毎日食事を運んでくれて、話し相手になってくれる。その人は、尋ねると看護師だと言った。怖がらせないよう、注意を払ってくれているのがなんとなく伝わって、好感が持てた。
でも、多分、看護師というのは嘘だ。
***
何度か話をしても、彼の言うことをどこまで信じていいのか、やはり私には判断がつかなかった。情報が少なすぎる。誘拐とかも考えたけど、それにしては危険なことをされる風でもなく、何より気遣われているのがすごくわかる。悪い人ではないのだ。
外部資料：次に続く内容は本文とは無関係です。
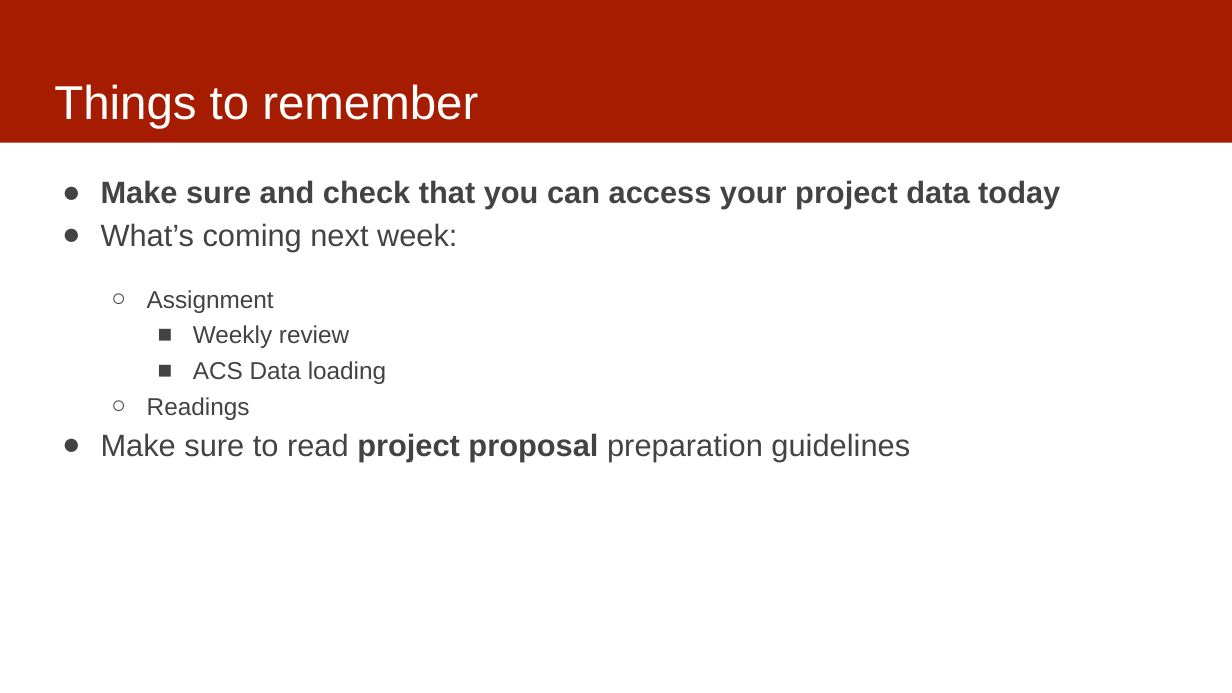
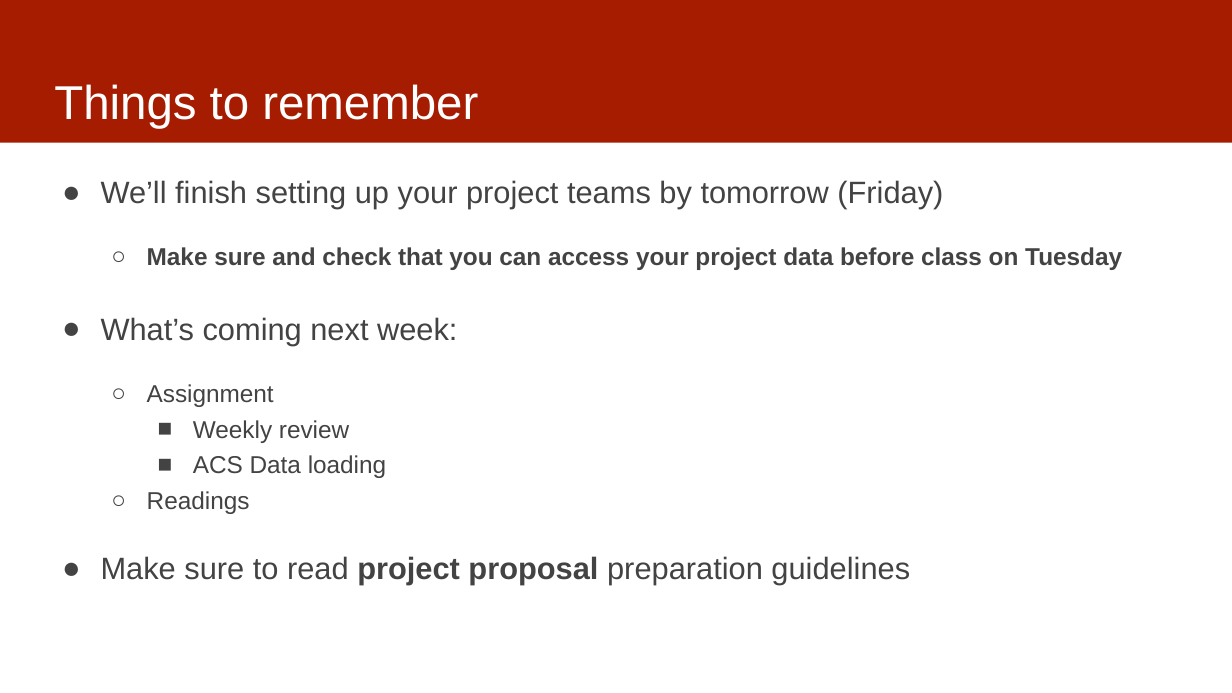
Before and after one commit to dssg/mlforpublicpolicylab, a slide deck: slide 10 of 02 - Case Studies and Acquiring Data/data -- discussion.pptx (slide 3 before the commit). Drawn at 1232x693 pixels with LibreOffice and Linux fonts; fonts in the diff are those of the drawing. Boxes give left, top, right and bottom in pixels: in the first picture for what was removed or moved away, otherwise in the second. Text is boxed around its words. In the diff, an @@ line names an element or a change of style, - is before the commit and + after.

Commit message:
slide updates

```diff
--- a/02 - Case Studies and Acquiring Data/data -- discussion.pptx
+++ b/02 - Case Studies and Acquiring Data/data -- discussion.pptx
@@ text at <box>101,180,1122,270</box>: text changed; size 24 to 19 pt @@
-● Make sure and check that you can access your project data today
+● We’ll finish setting up your project teams by tomorrow (Friday)
+  ○ Make sure and check that you can access your project data before class on Tuesday
```
Also in this commit, not shown: 1 other slide changed, 7 slides added.
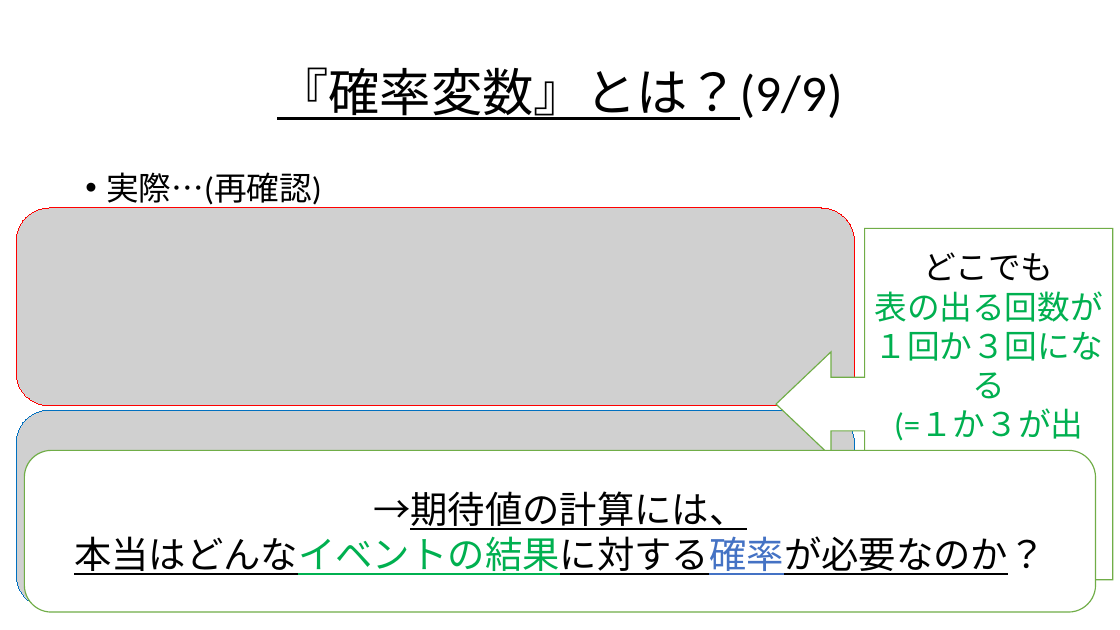
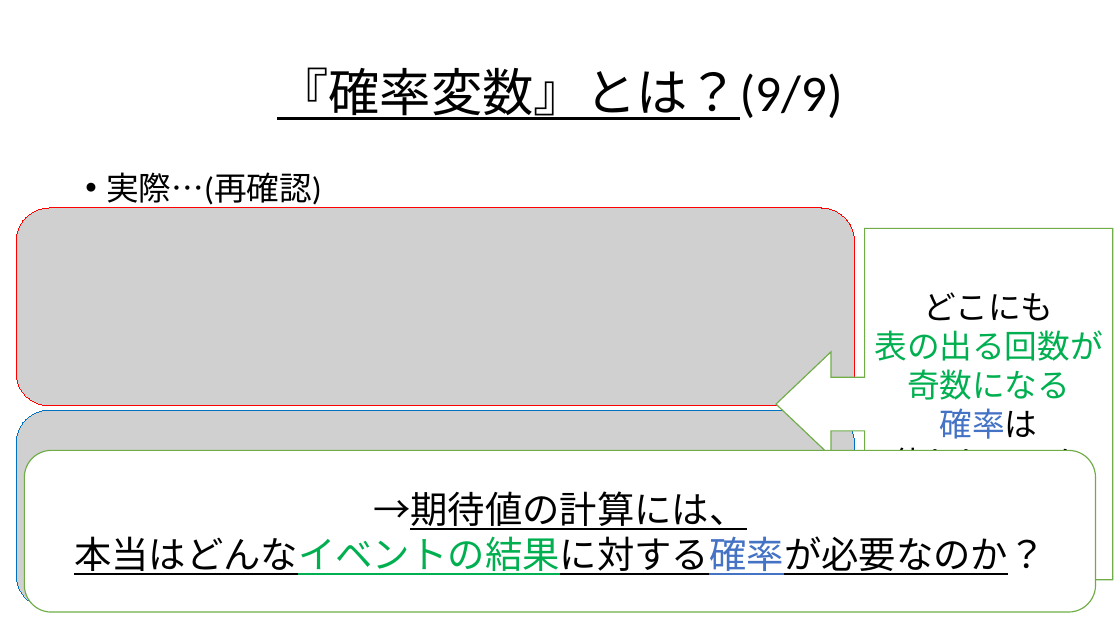
Before and after one commit to Ryo-KATAYAMA/Senior_Project, a slide deck: slide 35 of Chapter4_1.pptx. Drawn at 1120x630 pixels with LibreOffice and Linux fonts; fonts in the diff are those of the drawing; grey boxes stand for pictures. Boxes give left, top, right and bottom in pixels: in the first picture for what was removed or moved away, otherwise in the second. Text is boxed around its words. In the diff, an @@ line names an element or a change of style, - is before the commit and + after.

```diff
--- a/Chapter4_1.pptx
+++ b/Chapter4_1.pptx
@@ text in left arrow callout at (875, 292, 1103, 400): text changed @@
-どこでも
-表の出る回数が１回か３回になる
-(=１か３が出る)
+どこにも
+表の出る回数が奇数になる
@@ text in left arrow callout at (892, 447, 1085, 457): text changed @@
-使っていない！
+使われていない！
```
Also in this commit, not shown: 25 other slides changed, 4 slides added, 2 slides removed.

それだけしか、わからない。
「……コールドスリーパー」
マットレスのタグを指でなぞりながら、呟く。彼から聞いた、災害があったことやここはシェルターだと言う話は、多分本当なのだと思う。でも、だからと言って、コールドスリープは非現実的すぎる。それに、それをしなければならないほどの災害って……。想像しようとして、ゾッとした。考えを振り払うように首を振る。災害の度合いについては彼にも聞いてみたけれど、彼もすぐにシャルターに入ってしまったらしく、規模はわからない、とのことだった。
とにかくこの部屋から出なくては。私が出した結論はこれだった。情報が欲しい。せめて部屋から出られれば、自分で情報を集めることもできる。車椅子には一人でも乗れたけど、ドアの開閉はできない。できるのは部屋内の移動くらいだ。部屋にはトイレとかもあって、部屋の中で生活する分には困らない。でも、情報は得られない。
彼に何か本を持ってきて欲しいと頼んでみたこともあったけど、シェルター内にあったと言う適当な小説や漫画、農業系の専門書くらいしかもらえなかった。看護師だと言った彼に歩く練習をしたいと伝えたこともあった。その時はすごく困った顔をして「無理しないほうがいいから」とやんわり拒否された。私に歩けるようになって欲しくないんだと思ったけれど、彼の気遣いから早く良くなって欲しいような空気は感じられて、なんか変な感じだった。